***** Available data *****

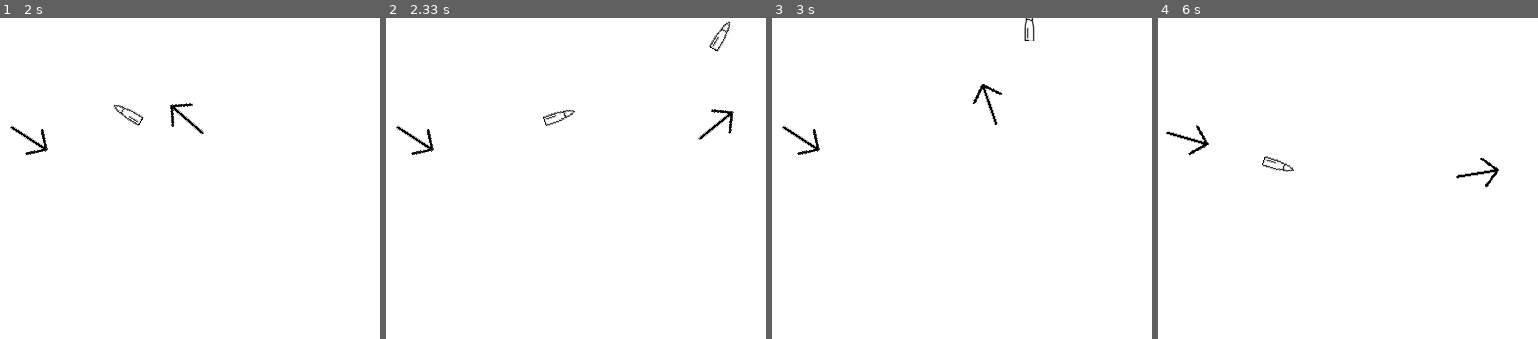
Above: before the commit, frames 1-4 (left to right).
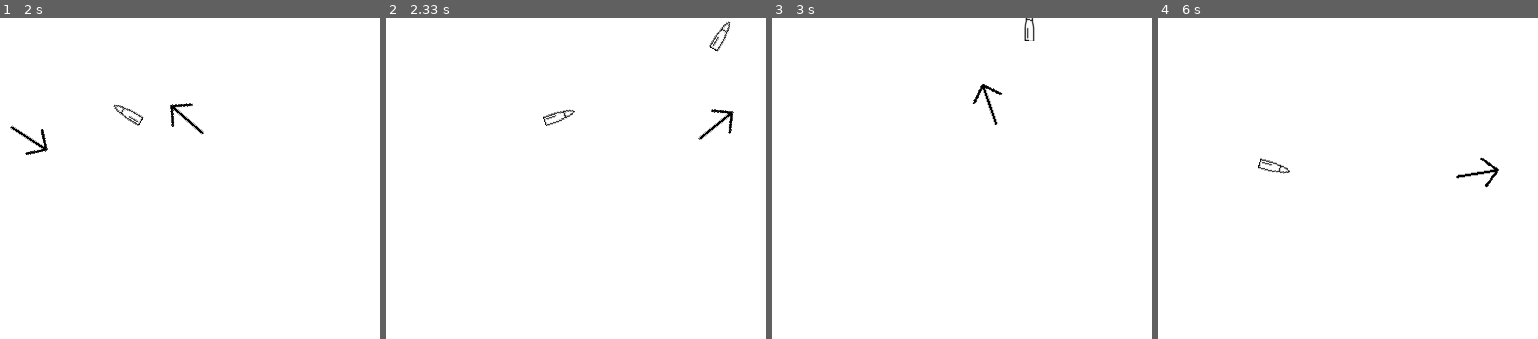
Above: after the commit, the same moments.

Repository: ArtMurMax/PhysTech_Game_project_DooM
Game: pygame game, started from DooM_main.py
Same seed, same stepped clock (60 frames per second), same inputs: the game is played once before the commit and once after it.
Inputs:
- Up to frame 1 (2 s): hold Space 0.33-0.87 s; hold Left 0.33-0.87 s; hold Left 0.9-1.43 s; hold A 0.9-1.43 s; hold Left 1.47-1.87 s; hold A 1.47-1.87 s; tap Space at 1.53, 1.83, 1.97 s; hold Right from 1.9 s (still down); hold D from 1.9 s (still down)
- Up to frame 2 (2.33 s): keep holding Right; keep holding D; tap Space at 2.27 s
- Up to frame 3 (3 s): release Right at 2.53 s; release D at 2.53 s; hold Left from 2.57 s (still down); hold A from 2.57 s (still down); tap Space at 2.63, 2.93 s
- Up to frame 4 (6 s): release Left at 3.03 s; release A at 3.03 s; hold Right 3.07-3.53 s; hold D 3.07-3.53 s; tap Space at 3.13, 3.43, 3.63, 3.93, 4.13, 4.43, 4.7, 5, 5.13, 5.43, 5.8 s; hold Right 3.57-4.03 s; hold D 3.57-4.03 s; hold Left 4.07-4.6 s; hold A 4.07-4.6 s; hold Left 4.63-5.03 s; hold A 4.63-5.03 s; hold Right 5.07-5.7 s; hold D 5.07-5.7 s; hold Left from 5.73 s (still down); hold A from 5.73 s (still down)
The pictures show only the part of the screen within x 18-68%, y 12-62%; the shares and areas given below are measured in that part.

Frame 1 is identical in both runs. In frame 2, 0.2% of the frame differs, in the area x 2-13%, y 33-43%; in frame 3, 0.2%; in frame 4, 0.5%, in the area x 2-36%, y 33-49%.

Commit message:
Реализовано нормальное стреляние с отниманием жизни. Пока не полностью отлажено Враг настраивает курс на игрока, если видит его (невидимые пули)

Diff:
--- a/Doom_objects.py
+++ b/Doom_objects.py
@@ -60,7 +60,7 @@
 
 
 class Bullet(pygame.sprite.Sprite):
-    def __init__(self, point, angle, image=bullet_img):
+    def __init__(self, point, angle, damage, image=bullet_img):
         pygame.sprite.Sprite.__init__(self)
         self.image = image
         self.angle = angle
@@ -70,6 +70,7 @@
         self.rect.centerx = point.x
         self.speed = 10
         self.velocity = Vector(- self.speed * math.sin(angle), - self.speed * math.cos(angle))
+        self.damage = damage
 
     def update(self):
         self.rect.centerx += self.velocity.x
@@ -97,14 +98,16 @@
         self.hp = hp
 
     def shoot(self):
-        bullet = Bullet(self.gun_position, self.angle, bullet_img)
+        bullet = Bullet(self.gun_position, self.angle, 50, bullet_img)
         all_sprites.add(bullet)
         self.__class__.bullets.add(bullet)
 
     def check_bullet(self, bullets):
         hits = pygame.sprite.spritecollide(self, bullets, True)
-        if hits:
-            print(hits)
+        for hit in hits:
+            self.hp -= hit.damage
+        if self.hp <= 0:
+            self.kill()
 
     def move(self):
         self.angle += self.w
@@ -152,12 +155,12 @@
 
         angle %= 2 * math.pi
 
-        if 0 < abs(angle - self.angle): # < self.angle_of_vision / 2:
+        if 0 < abs(angle - self.angle): # < self.angle_of_vision / 2: #Ограничение по углу так и не работает
             ret = False
             if not Enemy.invisible_bullets:
                 invisible_bullet = Bullet(self.gun_position, angle, invisible_bullet_img)
                 Enemy.invisible_bullets.add(invisible_bullet)
-                all_sprites.add(invisible_bullet)
+                all_sprites.add(invisible_bullet) #Стоит вообще не передавать ее всем спрайтам, чтобы не отрисовывалась
 
             #Теперь проверим, достигла ли невидимая пуля игрока
             else:
@@ -172,6 +175,7 @@
         self.move()
         self.check_bullet(Player.bullets)
 
+
 class Player(Mob):
     def update(self):
         self.velocity_rel = Vector(0, 0)
--- a/pygame_tutorial.py
+++ /dev/null
@@ -1,188 +0,0 @@
-# Pygame шаблон - скелет для нового проекта Pygame
-import pygame
-import random
-import os
-
-
-WIDTH = 480
-HEIGHT = 600
-FPS = 60
-
-# Задаем цвета
-WHITE = (255, 255, 255)
-BLACK = (0, 0, 0)
-RED = (255, 0, 0)
-GREEN = (0, 255, 0)
-BLUE = (0, 0, 255)
-YELLOW = (255, 255, 0)
-
-font_name = pygame.font.match_font('arial')
-
-
-class Player(pygame.sprite.Sprite):
-
-    def __init__(self):
-        pygame.sprite.Sprite.__init__(self)
-        self.image = pygame.transform.scale(player_img, (50, 38))
-        self.image.set_colorkey(BLACK)
-        self.rect = self.image.get_rect()
-        self.radius = 20
-        self.rect.centerx = WIDTH / 2
-        self.rect.bottom = HEIGHT - 10
-        self.speedx = 0
-
-    def update(self):
-        self.speedx = 0
-        keystate = pygame.key.get_pressed()
-        if keystate[pygame.K_LEFT]:
-            self.speedx = -8
-        if keystate[pygame.K_RIGHT]:
-            self.speedx = 8
-        self.rect.x += self.speedx
-
-        if self.rect.right > WIDTH:
-            self.rect.right = WIDTH
-        if self.rect.left < 0:
-            self.rect.left = 0
-
-    def shoot(self):
-        bullet = Bullet(self.rect.centerx, self.rect.top)
-        all_sprites.add(bullet)
-        bullets.add(bullet)
-
-
-class Mob(pygame.sprite.Sprite):
-
-    def __init__(self):
-        pygame.sprite.Sprite.__init__(self)
-        self.image_orig = random.choice(meteor_images)
-        self.image_orig.set_colorkey(BLACK)
-        self.image = self.image_orig.copy()
-        self.rect = self.image.get_rect()
-        self.radius = int(self.rect.width * .85 / 2)
-        self.rect.x = random.randrange(WIDTH - self.rect.width)
-        self.rect.y = random.randrange(-100, -40)
-        self.speedy = random.randrange(1, 8)
-        self.speedx = random.randrange(-3, 3)
-        self.rot = 0
-        self.rot_speed = random.randrange(-8, 8)
-        self.last_update = pygame.time.get_ticks()
-
-    def rotate(self):
-        now = pygame.time.get_ticks()
-        if now - self.last_update > 50:
-            self.last_update = now
-            self.rot = (self.rot + self.rot_speed) % 360
-            new_image = pygame.transform.rotate(self.image_orig, self.rot)
-            old_center = self.rect.center
-            self.image = new_image
-            self.rect = self.image.get_rect()
-            self.rect.center = old_center
-
-    def update(self):
-        self.rotate()
-        self.rect.x += self.speedx
-        self.rect.y += self.speedy
-        if self.rect.top > HEIGHT + 10 or self.rect.left < -25 or self.rect.right > WIDTH + 20:
-            self.rect.x = random.randrange(WIDTH - self.rect.width)
-            self.rect.y = random.randrange(-100, -40)
-            self.speedy = random.randrange(1, 8)
-
-
-class Bullet(pygame.sprite.Sprite):
-    def __init__(self, x, y):
-        pygame.sprite.Sprite.__init__(self)
-        self.image = bullet_img
-        self.image.set_colorkey(BLACK)
-        self.rect = self.image.get_rect()
-        self.rect.bottom = y
-        self.rect.centerx = x
-        self.speedy = -10
-
-    def update(self):
-        self.rect.y += self.speedy
-        # убить, если он заходит за верхнюю часть экрана
-        if self.rect.bottom < 0:
-            self.kill()
-
-
-def draw_text(surf, text, size, x, y):
-    font = pygame.font.Font(font_name, size)
-    text_surface = font.render(text, True, WHITE)
-    text_rect = text_surface.get_rect()
-    text_rect.midtop = (x, y)
-    surf.blit(text_surface, text_rect)
-
-
-# Создаем игру и окно
-pygame.init()
-pygame.mixer.init()
-screen = pygame.display.set_mode((WIDTH, HEIGHT))
-pygame.display.set_caption("My Game")
-clock = pygame.time.Clock()
-
-# настройка папки ассетов
-game_folder = os.path.dirname(__file__)
-img_dir = os.path.join(game_folder, 'img')
-background = pygame.image.load(os.path.join(img_dir, 'starfield.png')).convert()
-background_rect = background.get_rect()
-player_img = pygame.image.load(os.path.join(img_dir, "playerShip1_orange.png")).convert()
-meteor_images = []
-meteor_list =['meteorBrown_big1.png','meteorBrown_med1.png',
-              'meteorBrown_med1.png','meteorBrown_med3.png',
-              'meteorBrown_small1.png','meteorBrown_small2.png',
-              'meteorBrown_tiny1.png']
-for img in meteor_list:
-    meteor_images.append(pygame.image.load(os.path.join(img_dir, img)).convert())
-bullet_img = pygame.image.load(os.path.join(img_dir, "laserRed16.png")).convert()
-
-all_sprites = pygame.sprite.Group()
-mobs = pygame.sprite.Group()
-bullets = pygame.sprite.Group()
-player = Player()
-all_sprites.add(player)
-for i in range(8):
-    m = Mob()
-    all_sprites.add(m)
-    mobs.add(m)
-score = 0
-
-# Цикл игры
-running = True
-while running:
-    # Держим цикл на правильной скорости
-    clock.tick(FPS)
-    # Ввод процесса (события)
-    for event in pygame.event.get():
-        # check for closing window
-        if event.type == pygame.QUIT:
-            running = False
-        elif event.type == pygame.KEYDOWN:
-            if event.key == pygame.K_SPACE:
-                player.shoot()
-
-    # Обновление
-    all_sprites.update()
-
-    # Проверка, не ударил ли моб игрока
-    hits = pygame.sprite.spritecollide(player, mobs, False, pygame.sprite.collide_circle)
-    if hits:
-        running = False
-
-    hits = pygame.sprite.groupcollide(mobs, bullets, True, True)
-    for hit in hits:
-        score += 50 - hit.radius
-        m = Mob()
-        all_sprites.add(m)
-        mobs.add(m)
-
-    # Отрисовка
-    screen.fill(BLACK)
-    screen.blit(background, background_rect)
-    all_sprites.draw(screen)
-    draw_text(screen, str(score), 18, WIDTH / 2, 10)
-
-    # После отрисовки всего, переворачиваем экран
-    pygame.display.flip()
-
-pygame.quit()

*****

**What to do:**
Could you retype exactly the lines above, starting at the line that contains "Bullet(self.gun_position, self.angle, bullet_img)" and ending at the line that contains "hits = pygame.sprite.spritecollide(self, bullets, True)", and nothing more?

**Exercise output:**
-        bullet = Bullet(self.gun_position, self.angle, bullet_img)
+        bullet = Bullet(self.gun_position, self.angle, 50, bullet_img)
         all_sprites.add(bullet)
         self.__class__.bullets.add(bullet)
 
     def check_bullet(self, bullets):
         hits = pygame.sprite.spritecollide(self, bullets, True)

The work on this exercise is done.